▸ EXERCISE MATERIAL:
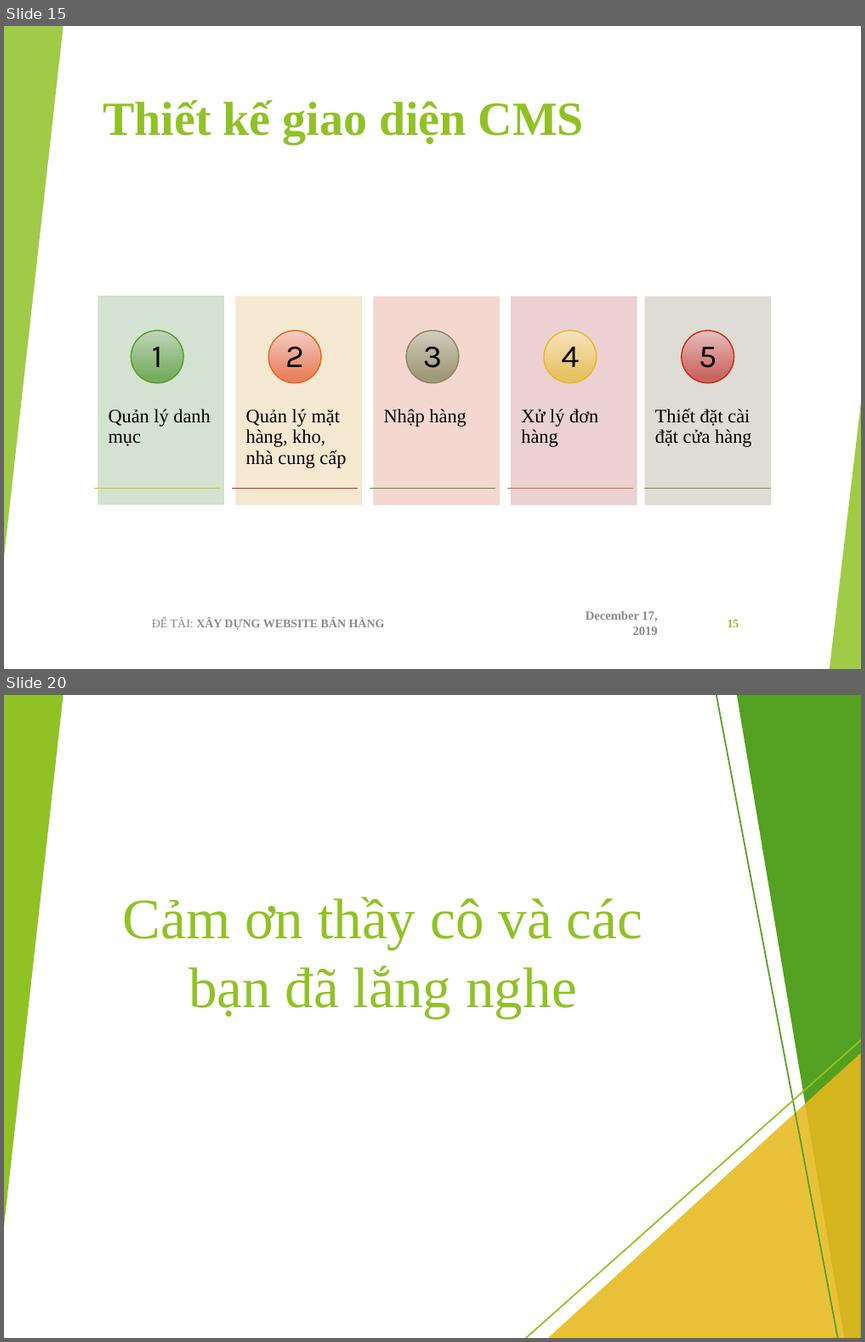
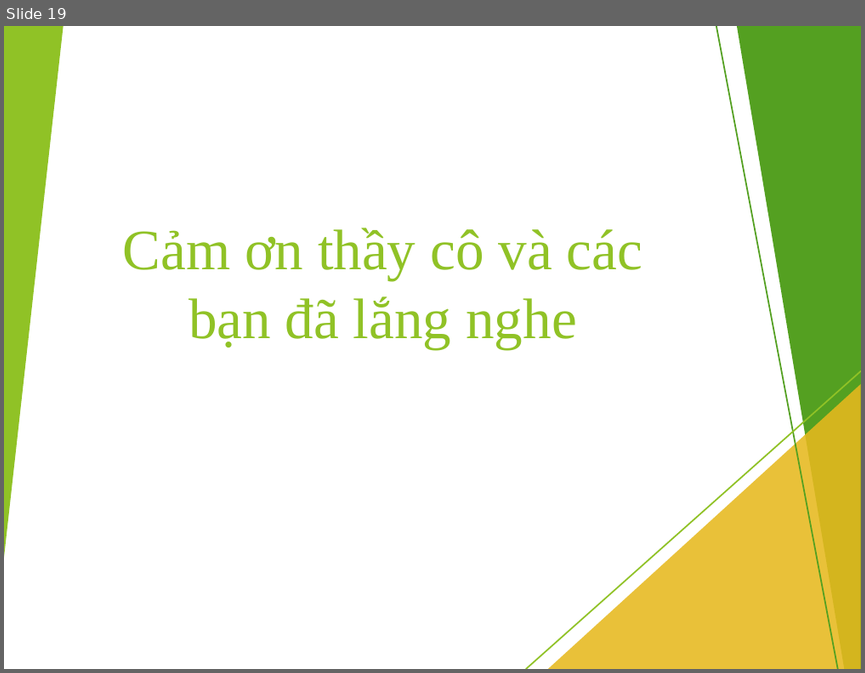
Before and after one commit to viet97/doandocs, a slide deck: DATN_Presentation.pptx. Shown one above the other, each under a label of ours: slides 15 and 20 before the commit, slide 19 after it; the slides between them are not shown. The pictures are 865x1342 and 865x673 pixels, drawn with LibreOffice and Linux fonts; fonts in the diff are those of the drawing. Boxes give left, top, right and bottom in pixels: in the first picture for what was removed or moved away, otherwise in the second. Text is boxed around its words. In the diff, an @@ line names an element or a change of style, - is before the commit and + after.

```diff
--- a/DATN_Presentation.pptx
+++ b/DATN_Presentation.pptx
@@ slide 15 removed at <box>4,26,861,669</box>, background #FFFFFF; not listed: 10 template elements that a slide beside it also shows @@
@@ rectangle removed at <box>4,26,861,669</box> @@
@@ triangle removed at <box>4,26,64,557</box> @@
@@ title removed at <box>103,100,584,143</box> @@
-Thiết kế giao diện CMS
@@ group removed at <box>4,26,861,669</box>: 5 freeform shapes, 3 triangles, 2 lines @@
@@ triangle removed at <box>829,403,861,669</box> @@
@@ group removed at <box>95,296,770,504</box>: 10 rectangles, 10 texts, 5 ellipses @@
-Quản lý danh mục
-1
-Quản lý mặt hàng, kho, nhà cung cấp
-2
-Nhập hàng
-3
-Xử lý đơn hàng
-4
-Thiết đặt cài đặt cửa hàng
-5
@@ text removed at <box>585,611,658,635</box> @@
-December 17, 2019
@@ text removed at <box>152,618,385,630</box> @@
-ĐỂ TÀI: XÂY DỰNG WEBSITE BÁN HÀNG
@@ page number removed at <box>727,618,739,627</box> @@
-15
@@ what was slide 20 is now slide 19 @@
```
Also in this commit, not shown: 13 slides changed, 4 slides added, 4 other slides removed.

▸ WORK REQUEST:
Give the entries above again, exactly as written and free of images.

▸ ANSWER TO THE PROBLEM:
Before and after one commit to viet97/doandocs, a slide deck: DATN_Presentation.pptx. Shown one above the other, each under a label of ours: slides 15 and 20 before the commit, slide 19 after it; the slides between them are not shown. The pictures are 865x1342 and 865x673 pixels, drawn with LibreOffice and Linux fonts; fonts in the diff are those of the drawing. Boxes give left, top, right and bottom in pixels: in the first picture for what was removed or moved away, otherwise in the second. Text is boxed around its words. In the diff, an @@ line names an element or a change of style, - is before the commit and + after.

```diff
--- a/DATN_Presentation.pptx
+++ b/DATN_Presentation.pptx
@@ slide 15 removed at <box>4,26,861,669</box>, background #FFFFFF; not listed: 10 template elements that a slide beside it also shows @@
@@ rectangle removed at <box>4,26,861,669</box> @@
@@ triangle removed at <box>4,26,64,557</box> @@
@@ title removed at <box>103,100,584,143</box> @@
-Thiết kế giao diện CMS
@@ group removed at <box>4,26,861,669</box>: 5 freeform shapes, 3 triangles, 2 lines @@
@@ triangle removed at <box>829,403,861,669</box> @@
@@ group removed at <box>95,296,770,504</box>: 10 rectangles, 10 texts, 5 ellipses @@
-Quản lý danh mục
-1
-Quản lý mặt hàng, kho, nhà cung cấp
-2
-Nhập hàng
-3
-Xử lý đơn hàng
-4
-Thiết đặt cài đặt cửa hàng
-5
@@ text removed at <box>585,611,658,635</box> @@
-December 17, 2019
@@ text removed at <box>152,618,385,630</box> @@
-ĐỂ TÀI: XÂY DỰNG WEBSITE BÁN HÀNG
@@ page number removed at <box>727,618,739,627</box> @@
-15
@@ what was slide 20 is now slide 19 @@
```
Also in this commit, not shown: 13 slides changed, 4 slides added, 4 other slides removed.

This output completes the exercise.